Any practical difficulties for a superior landlord in knowing whom to consult could be overcome by addressing a consultation notice addressed to “the leaseholder” to each flat in the building, or by asking the intermediate landlord to provide the relevant information, or by applying for dispensation from the consultation requirements on suitable terms.
(5) The uncertainty over the duration of the agreement for the provision of security services arose because of an apparent tension between para 3 of the agreement and the standard form site schedule. However, while the agreement was not flawless, it was reasonably clear how it would be understood by commercial parties. The agreement was intended to be a framework agreement, under the umbrella of which the specific terms for each site were to be negotiated individually. The agreement had to be read and understood as a whole, having regard to the contents of the relevant site schedule. Rdead in that way, the commencement date specified in clause 3 of the agreement was obviously the start date, but any reasonable party would understand that the end date was that set out in the site agreement. Clause 3 was dealing with the duration of the framework agreement, while the site schedule determined the period for which services were to be provided to a specific site. It was therefore apparent that the relevant agreement was intended to end in late October 2010, which was less than 12 months after the commencement of the agreement, with the result that it was not a qualifying long term agreement for the purpose of the 2003 Regulations.
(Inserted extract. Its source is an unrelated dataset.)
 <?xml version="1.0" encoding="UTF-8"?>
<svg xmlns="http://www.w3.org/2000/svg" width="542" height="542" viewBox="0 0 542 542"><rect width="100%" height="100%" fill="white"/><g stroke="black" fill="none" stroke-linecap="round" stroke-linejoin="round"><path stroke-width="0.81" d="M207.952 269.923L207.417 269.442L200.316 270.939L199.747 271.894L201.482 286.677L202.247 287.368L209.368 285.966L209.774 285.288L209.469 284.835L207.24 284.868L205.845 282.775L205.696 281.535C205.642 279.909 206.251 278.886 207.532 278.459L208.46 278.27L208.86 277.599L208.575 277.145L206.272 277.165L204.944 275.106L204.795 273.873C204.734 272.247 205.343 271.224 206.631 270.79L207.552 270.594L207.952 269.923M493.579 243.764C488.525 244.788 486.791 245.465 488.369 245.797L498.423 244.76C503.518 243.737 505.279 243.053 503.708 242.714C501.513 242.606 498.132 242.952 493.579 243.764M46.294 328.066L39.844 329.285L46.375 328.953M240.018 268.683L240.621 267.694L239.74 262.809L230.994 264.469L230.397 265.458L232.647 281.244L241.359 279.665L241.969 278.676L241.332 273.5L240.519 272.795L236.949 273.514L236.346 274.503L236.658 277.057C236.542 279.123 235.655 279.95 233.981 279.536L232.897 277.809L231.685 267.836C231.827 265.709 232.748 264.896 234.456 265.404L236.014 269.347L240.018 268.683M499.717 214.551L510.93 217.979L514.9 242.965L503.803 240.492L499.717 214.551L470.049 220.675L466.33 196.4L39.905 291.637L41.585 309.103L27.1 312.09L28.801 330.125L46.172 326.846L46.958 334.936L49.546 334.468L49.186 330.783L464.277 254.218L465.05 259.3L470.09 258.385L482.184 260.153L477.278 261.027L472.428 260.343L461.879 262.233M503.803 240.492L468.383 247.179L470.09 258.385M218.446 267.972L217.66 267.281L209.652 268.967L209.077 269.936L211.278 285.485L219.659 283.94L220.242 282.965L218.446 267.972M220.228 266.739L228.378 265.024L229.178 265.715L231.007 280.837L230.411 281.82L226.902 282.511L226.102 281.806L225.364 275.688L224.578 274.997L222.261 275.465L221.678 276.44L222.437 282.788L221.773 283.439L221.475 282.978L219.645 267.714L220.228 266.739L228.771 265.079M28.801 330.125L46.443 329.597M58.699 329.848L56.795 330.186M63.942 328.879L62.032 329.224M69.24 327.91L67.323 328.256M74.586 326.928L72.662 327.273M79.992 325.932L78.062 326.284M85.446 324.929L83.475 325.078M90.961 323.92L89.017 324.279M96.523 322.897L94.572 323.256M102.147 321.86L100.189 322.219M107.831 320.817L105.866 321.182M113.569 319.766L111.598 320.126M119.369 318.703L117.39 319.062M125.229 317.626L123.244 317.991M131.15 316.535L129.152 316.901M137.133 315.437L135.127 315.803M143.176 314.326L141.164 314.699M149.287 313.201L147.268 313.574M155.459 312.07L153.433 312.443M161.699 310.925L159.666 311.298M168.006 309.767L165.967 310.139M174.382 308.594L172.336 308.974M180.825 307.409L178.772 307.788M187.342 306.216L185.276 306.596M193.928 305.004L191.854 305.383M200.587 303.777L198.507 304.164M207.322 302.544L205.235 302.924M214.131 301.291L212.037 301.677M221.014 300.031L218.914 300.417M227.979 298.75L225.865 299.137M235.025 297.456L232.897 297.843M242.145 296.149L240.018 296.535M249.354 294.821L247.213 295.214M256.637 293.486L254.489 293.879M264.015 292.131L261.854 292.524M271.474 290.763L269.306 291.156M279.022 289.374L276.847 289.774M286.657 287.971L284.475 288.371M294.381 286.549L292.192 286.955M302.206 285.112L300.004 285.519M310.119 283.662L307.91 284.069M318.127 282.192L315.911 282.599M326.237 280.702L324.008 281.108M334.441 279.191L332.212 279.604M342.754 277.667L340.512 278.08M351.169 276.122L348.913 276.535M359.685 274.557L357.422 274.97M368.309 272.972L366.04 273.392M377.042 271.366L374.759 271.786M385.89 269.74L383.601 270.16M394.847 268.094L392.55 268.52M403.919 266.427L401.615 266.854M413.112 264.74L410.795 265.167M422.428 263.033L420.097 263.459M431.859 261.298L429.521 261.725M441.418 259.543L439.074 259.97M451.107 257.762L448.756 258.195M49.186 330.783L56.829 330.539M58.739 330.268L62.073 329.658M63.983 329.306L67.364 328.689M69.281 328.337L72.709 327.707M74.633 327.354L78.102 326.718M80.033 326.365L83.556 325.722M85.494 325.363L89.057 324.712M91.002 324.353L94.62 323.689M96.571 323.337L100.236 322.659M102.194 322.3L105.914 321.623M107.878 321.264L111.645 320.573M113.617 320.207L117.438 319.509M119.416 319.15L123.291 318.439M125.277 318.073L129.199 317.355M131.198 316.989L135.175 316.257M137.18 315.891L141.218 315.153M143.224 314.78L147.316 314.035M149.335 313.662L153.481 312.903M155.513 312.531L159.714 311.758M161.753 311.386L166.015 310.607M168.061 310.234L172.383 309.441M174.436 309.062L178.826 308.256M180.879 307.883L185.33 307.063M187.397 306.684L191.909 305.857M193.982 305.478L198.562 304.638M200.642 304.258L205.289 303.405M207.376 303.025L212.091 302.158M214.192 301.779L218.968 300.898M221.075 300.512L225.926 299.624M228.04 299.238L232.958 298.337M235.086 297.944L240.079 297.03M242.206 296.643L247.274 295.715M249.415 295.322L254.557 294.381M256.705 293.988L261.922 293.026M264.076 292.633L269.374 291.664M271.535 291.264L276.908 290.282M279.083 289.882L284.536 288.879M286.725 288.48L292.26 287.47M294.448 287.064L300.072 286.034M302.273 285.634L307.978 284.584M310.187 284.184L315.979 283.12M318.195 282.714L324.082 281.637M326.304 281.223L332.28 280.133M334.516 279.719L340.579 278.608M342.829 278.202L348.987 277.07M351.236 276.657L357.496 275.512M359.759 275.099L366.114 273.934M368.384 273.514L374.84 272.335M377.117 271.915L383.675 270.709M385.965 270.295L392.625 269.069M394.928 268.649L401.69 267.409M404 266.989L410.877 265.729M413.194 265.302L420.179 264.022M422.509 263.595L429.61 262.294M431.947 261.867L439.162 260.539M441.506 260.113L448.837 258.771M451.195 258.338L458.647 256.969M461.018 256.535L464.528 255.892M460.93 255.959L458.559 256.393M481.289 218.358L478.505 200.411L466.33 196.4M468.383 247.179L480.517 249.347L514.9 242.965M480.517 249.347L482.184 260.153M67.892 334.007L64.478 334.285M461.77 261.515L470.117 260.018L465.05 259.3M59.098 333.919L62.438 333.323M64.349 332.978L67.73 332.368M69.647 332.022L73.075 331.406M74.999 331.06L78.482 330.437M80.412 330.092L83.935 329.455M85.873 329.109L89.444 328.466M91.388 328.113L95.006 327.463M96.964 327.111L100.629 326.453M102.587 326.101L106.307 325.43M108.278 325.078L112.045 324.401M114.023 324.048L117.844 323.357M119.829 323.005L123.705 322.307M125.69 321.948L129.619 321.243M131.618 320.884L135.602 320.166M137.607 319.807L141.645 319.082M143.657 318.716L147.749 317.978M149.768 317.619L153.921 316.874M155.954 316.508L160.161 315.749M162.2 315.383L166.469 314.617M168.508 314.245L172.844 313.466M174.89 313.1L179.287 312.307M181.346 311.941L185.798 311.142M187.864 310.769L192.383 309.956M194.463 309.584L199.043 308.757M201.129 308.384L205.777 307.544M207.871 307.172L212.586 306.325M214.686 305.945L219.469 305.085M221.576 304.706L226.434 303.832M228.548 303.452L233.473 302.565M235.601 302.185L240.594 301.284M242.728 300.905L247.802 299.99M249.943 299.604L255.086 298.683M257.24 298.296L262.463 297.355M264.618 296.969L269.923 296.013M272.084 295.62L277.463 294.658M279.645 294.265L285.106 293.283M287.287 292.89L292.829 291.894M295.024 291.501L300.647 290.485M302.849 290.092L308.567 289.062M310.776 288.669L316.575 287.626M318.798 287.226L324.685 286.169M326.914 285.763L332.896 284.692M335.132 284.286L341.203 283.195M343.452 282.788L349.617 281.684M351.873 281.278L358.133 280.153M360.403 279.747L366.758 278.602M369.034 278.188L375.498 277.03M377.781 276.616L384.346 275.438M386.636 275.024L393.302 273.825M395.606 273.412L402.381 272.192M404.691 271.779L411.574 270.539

(3) The tribunal rejected contentions that the leaseholders’ claim regarding the quality of the works was an abuse of process by reason of being insufficiently particularised, or by reason of the delay in bringing the challenge to the service charge, or because it was pointless and could result in no benefit to the leaseholders.
Justin Bates and Riccardo Calzavara (instructed by Brethertons LLP) appeared for the applicants; Jonathan Upton (instructed by Judge & Priestley LLP) appeared for the first respondents; Nicola Muir (instructed by Forsters LLP) appeared for the second respondent; Camilla Lamont (instructed by Nabarro LLP) appeared for the third, fourth and fifth respondents.